Conclusion for Team Science Approaches
The purpose of this project was to detail recommended research practices specific to the context of practice‐based research networks by synthesizing collective knowledge of respected network directors and research staff. The team‐based process experienced in this project tracks closely with current developments in team science.47, 48, 49 A framework of “sense‐making”45 best captured the dynamic ebb and flow of certainty and uncertainty as consensus slowly developed around a new set of research practices based on practical wisdom of experts in the field. Certainly not a linear process, new knowledge increased in rigor and formality in a series of iterative cycles that spiraled from inside the project to the wider PBRN community and back again as clarity increased. Diverse practical perspectives about “what works” in the PBRN research environment were ordered and reorganized and vetted by the wider PBRN community. Arriving at a compendium of good practices for practice‐based research itself needed a practical, practice‐oriented, and a more “end‐user driven” participatory approach. This process produced a document that had a high added value and improved acceptability by the intended audience.

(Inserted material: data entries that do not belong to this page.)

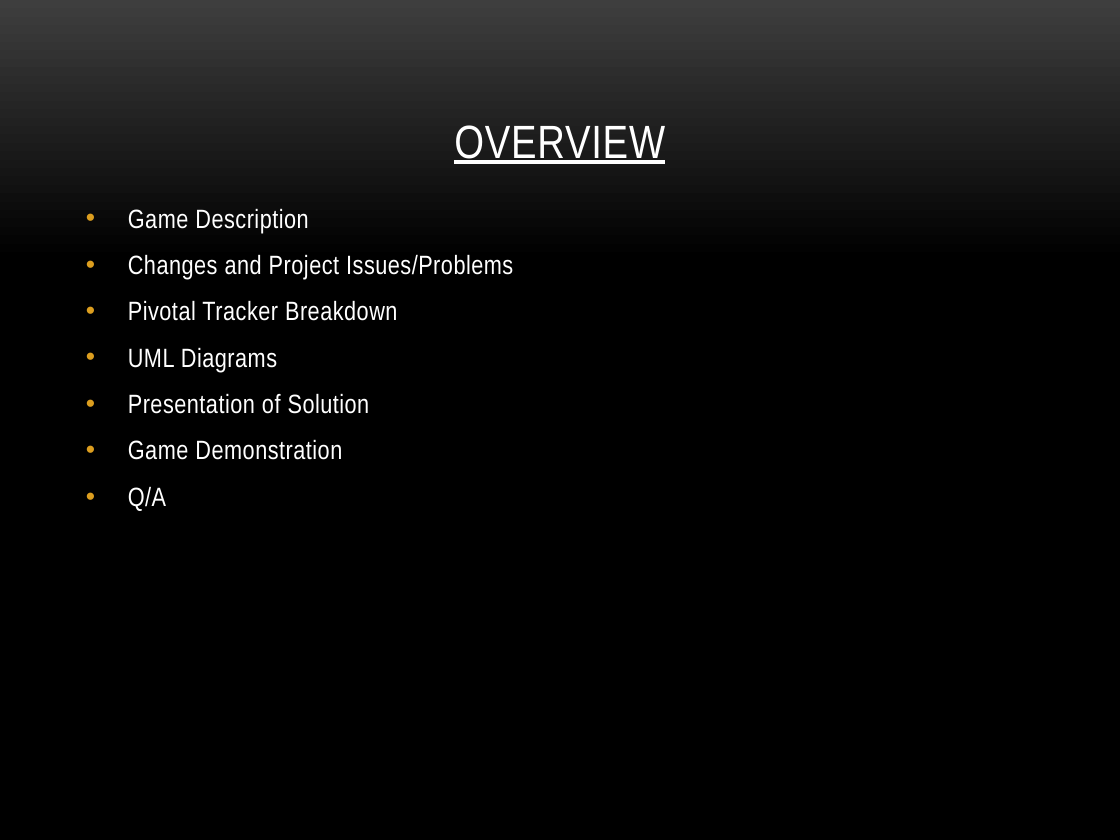
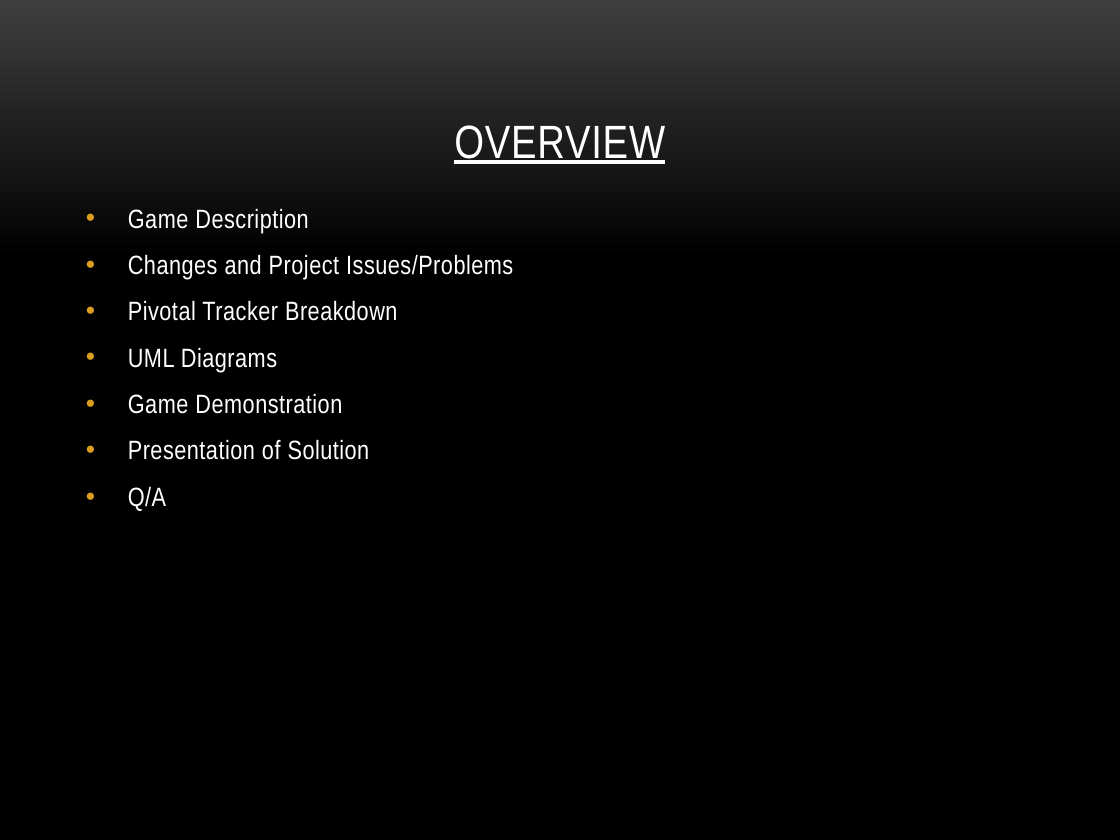
Before and after one commit to rpeacock/CaliphEtAl, a slide deck: slide 3 of Documentation/Flux of Souls final.pptx. Drawn at 1120x840 pixels with LibreOffice and Linux fonts; fonts in the diff are those of the drawing; background and template pictures are left out. Boxes give left, top, right and bottom in pixels: in the first picture for what was removed or moved away, otherwise in the second. Text is boxed around its words. In the diff, an @@ line names an element or a change of style, - is before the commit and + after.

Commit message:
Powerpoint Update

```diff
--- a/Documentation/Flux of Souls final.pptx
+++ b/Documentation/Flux of Souls final.pptx
@@ text at [128,393,342,414]: paragraph added @@
+• Game Demonstration
@@ text at [128,439,342,460]: paragraph removed @@
-• Game Demonstration
```
Also in this commit, not shown: 1 slide added.

Even after the funding period ended for this demonstration project, the teams persisted in this work, and in the fifth year are now developing a new set of recommended strategies related to stakeholder engagement.50, 51
Conflicting and Competing Interests
The authors have no conflicting or competing interests to declare.
Acknowledgments
This work was supported by Agency for Healthcare Research and Quality R18 HS019601 (PI, AV Neale). The content is solely the responsibility of the authors and does not necessarily represent the official views of the Agency for Healthcare Research and Quality. Preliminary work was supported by the Research on Research Integrity program, a collaboration between the AHRQ and the U.S. DHHS Office of Research Integrity R01 HS‐016713 (PI, AV Neale).